In a concentrated effort to eliminate concern over the plant's effect on the environment, NPPD states flatly and simply that Sheldon Station will meet all federal and state air pollution and water quality control standards and regulations.

==Location==

Sheldon Station is located 17 miles south and five miles west of Lincoln or one mile north of Hallam in Lancaster County, Nebraska.

The switchyard is located west of the plant buildings and the coal stockpile is located north of the buildings.

Power generated is distributed throughout Nebraska via two substations. The Sheldon 115 KV substation has connections to Lincoln, Mark T. Moore substation, Crete, Norris Public Power District, Sterling, Beatrice, and Firth. The Mark T. Moore 345 KV substation connects to Lincoln, McCool Junction, Pauline, Cooper Nuclear Station, and Wagener (LES). From these points the plant has interconnections to the entire United States.

==Unit specifications==

Unit 1 (Coal Fired)
| Generating Capacity | 105,000 Kilowatts (net) |
| Physical Size | 135 feet high - 165 feet wide - 350 feet long |
| Chimney Height | 176 feet |
| Cooling Water Circulating Capacity | 60,000 gal. per minutes |
| Coal Capacity at Full Capacity | 65 tons per hour |
| Boiler Manufacturer | Babcock & Wilcox |
| Ground Breaking | June 28, 1958 |
| Commercial In-Service Date | July 1961 |

Unit 2 (Coal Fired)
| Generating Capacity | 120,000 kilowatts (net) |
| Physical Size | 135 feet high - 143 feet wide - 350 feet long |
| Chimney Height | 176 feet |
| Cooling Water Circulating Capacity | 60,000 gal. per minutes |
| Coal Capacity at Full Capacity | 74 tons per hour |
| Boiler Manufacturer | Babcock & Wilcox |
| Ground Breaking | June 28, 1958 |
| Commercial In-Service Date | July 1968 |

Combined Units
| Coal Source | Wyoming Powder River Basin |
| Construction Cost | $38,000,000* |
| Type of Coal | Subbituminous, Low Sulfur Western (Wyoming) |
| Operating Personnel | 95 |
- Doesn't include $23,400,000 which was spent for environmental improvement in the mid 1970s.

==Name==
C. C. Sheldon was a nationally known figure in public power and conservation of soil and water resources whose constructive influence extended into many spheres of public, business and religious life.

He was born May 29, 1871, at Clifton, Ill., and moved with his family at a young age to Columbus, Nebraska. Throughout his life, Sheldon maintained an active interest in banking, other businesses and agriculture and was devoted to the importance of resource conservation.

Sheldon was one of the pioneers in the development of hydroelectric power from the Loup River.

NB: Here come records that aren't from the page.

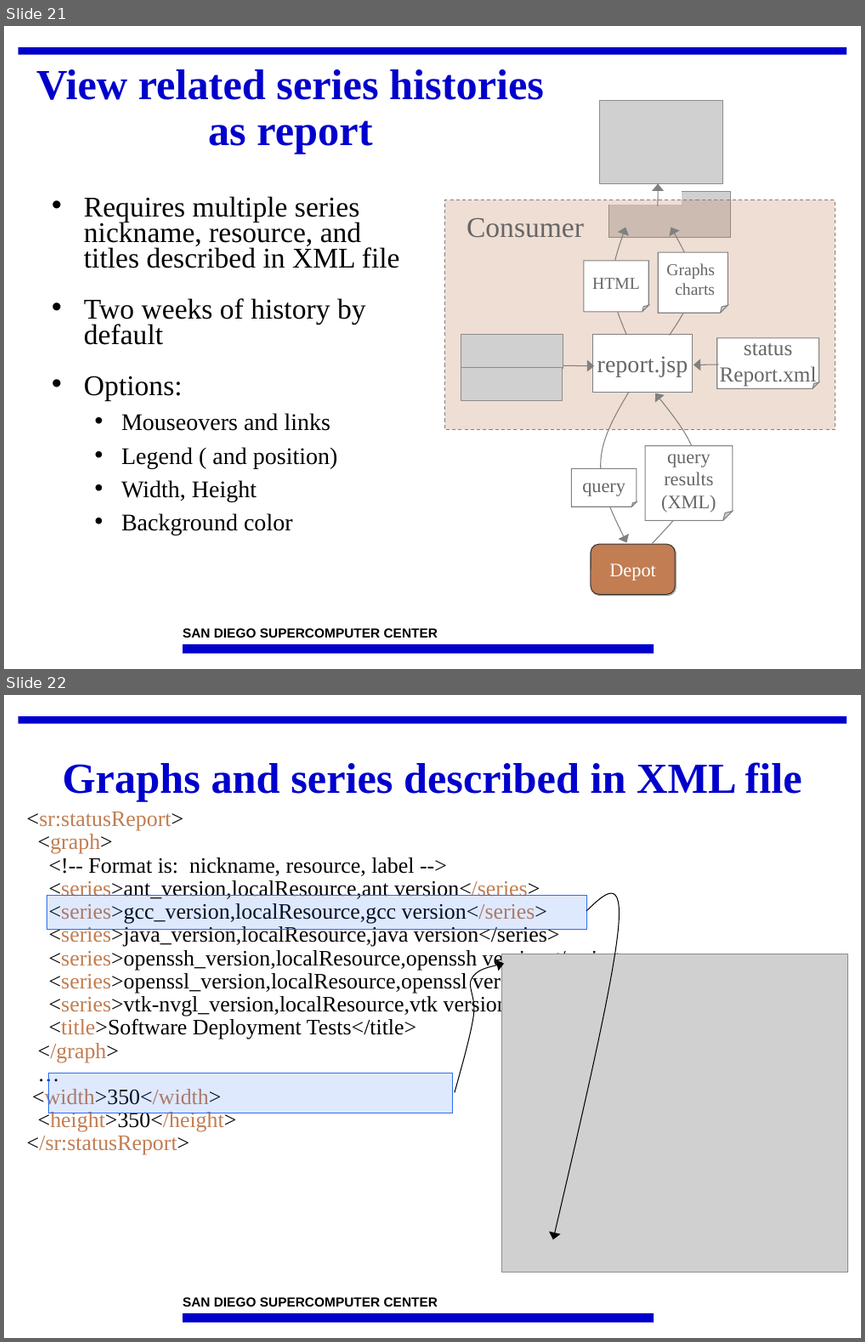
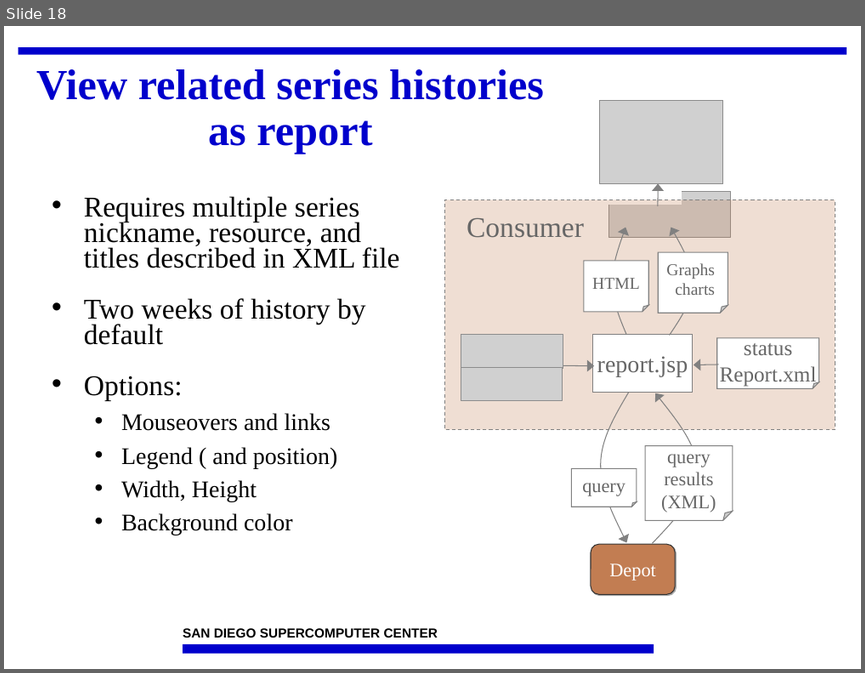
Before and after one commit to IncaProject/inca-xsede, a slide deck: talks/2010/2010workshop/consumer.ppt. Shown one above the other, each under a label of ours: slides 21 and 22 before the commit, slide 18 after it. The pictures are 865x1342 and 865x673 pixels, drawn with LibreOffice and Linux fonts; fonts in the diff are those of the drawing; grey boxes stand for pictures; background and template pictures are left out. Boxes give left, top, right and bottom in pixels: in the first picture for what was removed or moved away, otherwise in the second. Text is boxed around its words. In the diff, an @@ line names an element or a change of style, - is before the commit and + after.

```diff
--- a/talks/2010/2010workshop/consumer.ppt
+++ b/talks/2010/2010workshop/consumer.ppt
@@ slide 22 removed at (4,695,861,1338), background #FFFFFF; not listed: 3 template elements that a slide beside it also shows @@
@@ title removed at (63,762,802,802) @@
-Graphs and series described in XML file
@@ text removed at (27,811,628,1155) @@
-<sr:statusReport>
-<graph>
-<!-- Format is: nickname, resource, label -->
-<series>ant_version,localResource,ant version</series>
-<series>gcc_version,localResource,gcc version</series>
-<series>java_version,localResource,java version</series>
-<series>openssh_version,localResource,openssh version</series>
-<series>openssl_version,localResource,openssl version</series>
-<series>vtk-nvgl_version,localResource,vtk version</series>
-<title>Software Deployment Tests</title>
-</graph>
-…
-<width>350</width>
-<height>350</height>
-</sr:statusReport>
@@ rectangle removed at (46,896,586,930) @@
@@ freeform shape removed at (553,875,624,1239) @@
@@ freeform shape removed at (454,964,505,1093) @@
@@ picture removed at (502,953,849,1271) @@
@@ rectangle removed at (48,1073,452,1113) @@
@@ what was slide 21 is now slide 18 @@
```
Also in this commit, not shown: 5 slides changed, 7 slides added, 5 other slides removed.

He was one of the organizers of the Loup River Public Power District in 1933, serving as its first treasurer and a director. His many services included extensive efforts in obtaining passage of the Enabling Act for the creation of public power districts in the 1933 Nebraska Legislature.

He played a leading role in the establishment of Consumers Public Power District, a predecessor of Nebraska Public Power District, and was an original director and first treasurer.

Sheldon died January 10, 1964, at Columbus, at the age of 92.